== INPUT DATA ==
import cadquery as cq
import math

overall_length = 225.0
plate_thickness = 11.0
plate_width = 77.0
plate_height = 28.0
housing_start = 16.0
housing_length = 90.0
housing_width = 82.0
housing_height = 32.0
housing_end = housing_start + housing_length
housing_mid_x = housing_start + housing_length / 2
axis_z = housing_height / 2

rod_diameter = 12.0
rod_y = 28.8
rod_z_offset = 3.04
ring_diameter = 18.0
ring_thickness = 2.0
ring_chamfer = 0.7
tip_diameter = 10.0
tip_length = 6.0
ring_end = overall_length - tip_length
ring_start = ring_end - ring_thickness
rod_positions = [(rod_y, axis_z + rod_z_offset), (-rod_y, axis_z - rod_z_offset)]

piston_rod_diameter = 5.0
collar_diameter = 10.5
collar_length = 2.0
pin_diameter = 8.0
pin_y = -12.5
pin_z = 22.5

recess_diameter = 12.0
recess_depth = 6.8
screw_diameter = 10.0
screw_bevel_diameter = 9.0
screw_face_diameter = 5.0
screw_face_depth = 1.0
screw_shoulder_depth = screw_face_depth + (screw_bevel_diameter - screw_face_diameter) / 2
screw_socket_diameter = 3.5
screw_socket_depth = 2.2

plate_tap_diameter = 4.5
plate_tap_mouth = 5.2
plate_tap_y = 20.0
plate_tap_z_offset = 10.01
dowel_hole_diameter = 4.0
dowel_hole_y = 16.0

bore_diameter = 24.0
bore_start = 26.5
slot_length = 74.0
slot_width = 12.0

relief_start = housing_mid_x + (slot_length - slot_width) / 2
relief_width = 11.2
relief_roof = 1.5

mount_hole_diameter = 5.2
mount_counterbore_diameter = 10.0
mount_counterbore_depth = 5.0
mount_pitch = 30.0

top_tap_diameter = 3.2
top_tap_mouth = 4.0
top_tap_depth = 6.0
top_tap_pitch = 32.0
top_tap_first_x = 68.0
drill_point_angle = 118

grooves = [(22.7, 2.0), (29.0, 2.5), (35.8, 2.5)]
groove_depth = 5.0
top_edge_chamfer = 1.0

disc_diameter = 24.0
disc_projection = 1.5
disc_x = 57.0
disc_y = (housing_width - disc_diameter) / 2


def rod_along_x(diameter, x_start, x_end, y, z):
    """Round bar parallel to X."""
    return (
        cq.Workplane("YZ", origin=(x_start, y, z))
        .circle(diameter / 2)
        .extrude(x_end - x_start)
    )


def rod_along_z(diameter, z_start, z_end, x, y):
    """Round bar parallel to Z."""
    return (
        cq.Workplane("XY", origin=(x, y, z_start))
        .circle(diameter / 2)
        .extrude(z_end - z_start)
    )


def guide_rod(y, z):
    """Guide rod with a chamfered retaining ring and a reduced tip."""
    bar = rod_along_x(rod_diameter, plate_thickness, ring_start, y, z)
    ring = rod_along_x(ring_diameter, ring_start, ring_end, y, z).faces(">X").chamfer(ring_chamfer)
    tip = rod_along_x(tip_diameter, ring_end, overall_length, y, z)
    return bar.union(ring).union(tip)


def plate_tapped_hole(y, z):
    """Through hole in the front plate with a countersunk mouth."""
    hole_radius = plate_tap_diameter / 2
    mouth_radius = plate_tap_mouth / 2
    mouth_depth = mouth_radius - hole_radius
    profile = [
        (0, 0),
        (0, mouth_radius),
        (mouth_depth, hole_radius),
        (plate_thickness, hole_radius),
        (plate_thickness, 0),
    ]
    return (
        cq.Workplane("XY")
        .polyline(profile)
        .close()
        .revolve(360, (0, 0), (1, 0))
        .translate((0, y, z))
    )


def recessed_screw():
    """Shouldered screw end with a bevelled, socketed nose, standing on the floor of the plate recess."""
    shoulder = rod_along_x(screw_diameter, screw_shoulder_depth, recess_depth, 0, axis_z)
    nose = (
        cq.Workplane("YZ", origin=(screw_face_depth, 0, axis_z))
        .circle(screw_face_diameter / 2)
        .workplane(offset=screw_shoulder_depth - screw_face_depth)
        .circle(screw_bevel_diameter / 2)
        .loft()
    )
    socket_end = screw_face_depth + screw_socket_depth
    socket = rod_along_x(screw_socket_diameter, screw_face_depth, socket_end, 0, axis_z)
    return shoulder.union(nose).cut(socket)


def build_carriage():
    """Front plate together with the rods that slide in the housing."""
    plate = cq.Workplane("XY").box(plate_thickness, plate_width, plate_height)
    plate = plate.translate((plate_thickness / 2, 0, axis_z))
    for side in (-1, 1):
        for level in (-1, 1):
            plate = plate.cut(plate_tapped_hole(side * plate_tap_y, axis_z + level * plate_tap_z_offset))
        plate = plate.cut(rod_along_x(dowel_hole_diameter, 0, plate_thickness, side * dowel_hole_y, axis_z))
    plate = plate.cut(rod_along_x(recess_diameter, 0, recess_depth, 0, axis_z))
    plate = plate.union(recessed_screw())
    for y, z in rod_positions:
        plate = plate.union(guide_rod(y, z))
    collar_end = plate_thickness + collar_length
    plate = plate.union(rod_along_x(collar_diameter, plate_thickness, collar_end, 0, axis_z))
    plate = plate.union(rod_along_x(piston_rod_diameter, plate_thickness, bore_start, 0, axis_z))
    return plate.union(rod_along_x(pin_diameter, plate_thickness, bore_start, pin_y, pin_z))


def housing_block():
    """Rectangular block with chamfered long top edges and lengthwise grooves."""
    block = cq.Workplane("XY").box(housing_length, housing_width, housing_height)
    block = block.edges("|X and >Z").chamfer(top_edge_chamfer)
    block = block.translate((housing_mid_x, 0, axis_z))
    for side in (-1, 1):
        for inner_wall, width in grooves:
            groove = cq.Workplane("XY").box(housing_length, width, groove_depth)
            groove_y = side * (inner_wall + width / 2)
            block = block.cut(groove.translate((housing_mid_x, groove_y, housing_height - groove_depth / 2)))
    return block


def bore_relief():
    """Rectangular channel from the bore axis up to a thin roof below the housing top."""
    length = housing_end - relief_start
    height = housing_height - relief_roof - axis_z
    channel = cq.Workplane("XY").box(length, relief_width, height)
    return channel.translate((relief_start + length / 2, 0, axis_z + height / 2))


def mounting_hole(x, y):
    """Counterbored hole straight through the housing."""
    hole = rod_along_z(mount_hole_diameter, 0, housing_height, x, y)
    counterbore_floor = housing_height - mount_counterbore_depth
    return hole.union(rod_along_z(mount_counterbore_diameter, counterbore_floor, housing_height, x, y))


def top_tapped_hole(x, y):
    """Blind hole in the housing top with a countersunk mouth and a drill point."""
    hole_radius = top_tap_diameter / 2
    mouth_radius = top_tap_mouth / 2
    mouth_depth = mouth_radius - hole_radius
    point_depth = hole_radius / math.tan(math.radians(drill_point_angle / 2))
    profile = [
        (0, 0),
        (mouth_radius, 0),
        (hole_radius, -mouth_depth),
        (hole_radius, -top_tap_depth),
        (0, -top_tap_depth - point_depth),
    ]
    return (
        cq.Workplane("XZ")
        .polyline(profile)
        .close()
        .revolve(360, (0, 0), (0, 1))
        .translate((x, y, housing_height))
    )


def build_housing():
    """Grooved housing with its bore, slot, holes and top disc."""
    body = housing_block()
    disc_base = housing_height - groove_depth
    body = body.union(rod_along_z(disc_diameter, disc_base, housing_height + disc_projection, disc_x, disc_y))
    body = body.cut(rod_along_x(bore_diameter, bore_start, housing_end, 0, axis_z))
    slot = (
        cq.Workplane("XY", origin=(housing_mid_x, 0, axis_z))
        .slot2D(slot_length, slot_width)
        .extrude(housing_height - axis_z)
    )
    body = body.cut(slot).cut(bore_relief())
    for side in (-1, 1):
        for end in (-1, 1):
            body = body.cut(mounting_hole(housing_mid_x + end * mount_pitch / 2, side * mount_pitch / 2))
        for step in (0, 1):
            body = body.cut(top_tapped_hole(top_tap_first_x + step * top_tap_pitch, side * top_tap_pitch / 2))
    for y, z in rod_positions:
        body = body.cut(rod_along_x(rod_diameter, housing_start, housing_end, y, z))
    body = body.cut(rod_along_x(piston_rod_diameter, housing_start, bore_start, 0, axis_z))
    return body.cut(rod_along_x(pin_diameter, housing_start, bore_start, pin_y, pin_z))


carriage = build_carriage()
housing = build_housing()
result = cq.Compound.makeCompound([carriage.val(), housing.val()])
===
EXERCISE BRIEF: The required output is the stretch of entries above from the line containing "pin_diameter = 8.0" through the line containing "grooves = [(22.7, 2.0), (29.0, 2.5), (35.8, 2.5)]", reproduced exactly.

RESPONSE AREA:
pin_diameter = 8.0
pin_y = -12.5
pin_z = 22.5

recess_diameter = 12.0
recess_depth = 6.8
screw_diameter = 10.0
screw_bevel_diameter = 9.0
screw_face_diameter = 5.0
screw_face_depth = 1.0
screw_shoulder_depth = screw_face_depth + (screw_bevel_diameter - screw_face_diameter) / 2
screw_socket_diameter = 3.5
screw_socket_depth = 2.2

plate_tap_diameter = 4.5
plate_tap_mouth = 5.2
plate_tap_y = 20.0
plate_tap_z_offset = 10.01
dowel_hole_diameter = 4.0
dowel_hole_y = 16.0

bore_diameter = 24.0
bore_start = 26.5
slot_length = 74.0
slot_width = 12.0

relief_start = housing_mid_x + (slot_length - slot_width) / 2
relief_width = 11.2
relief_roof = 1.5

mount_hole_diameter = 5.2
mount_counterbore_diameter = 10.0
mount_counterbore_depth = 5.0
mount_pitch = 30.0

top_tap_diameter = 3.2
top_tap_mouth = 4.0
top_tap_depth = 6.0
top_tap_pitch = 32.0
top_tap_first_x = 68.0
drill_point_angle = 118

grooves = [(22.7, 2.0), (29.0, 2.5), (35.8, 2.5)]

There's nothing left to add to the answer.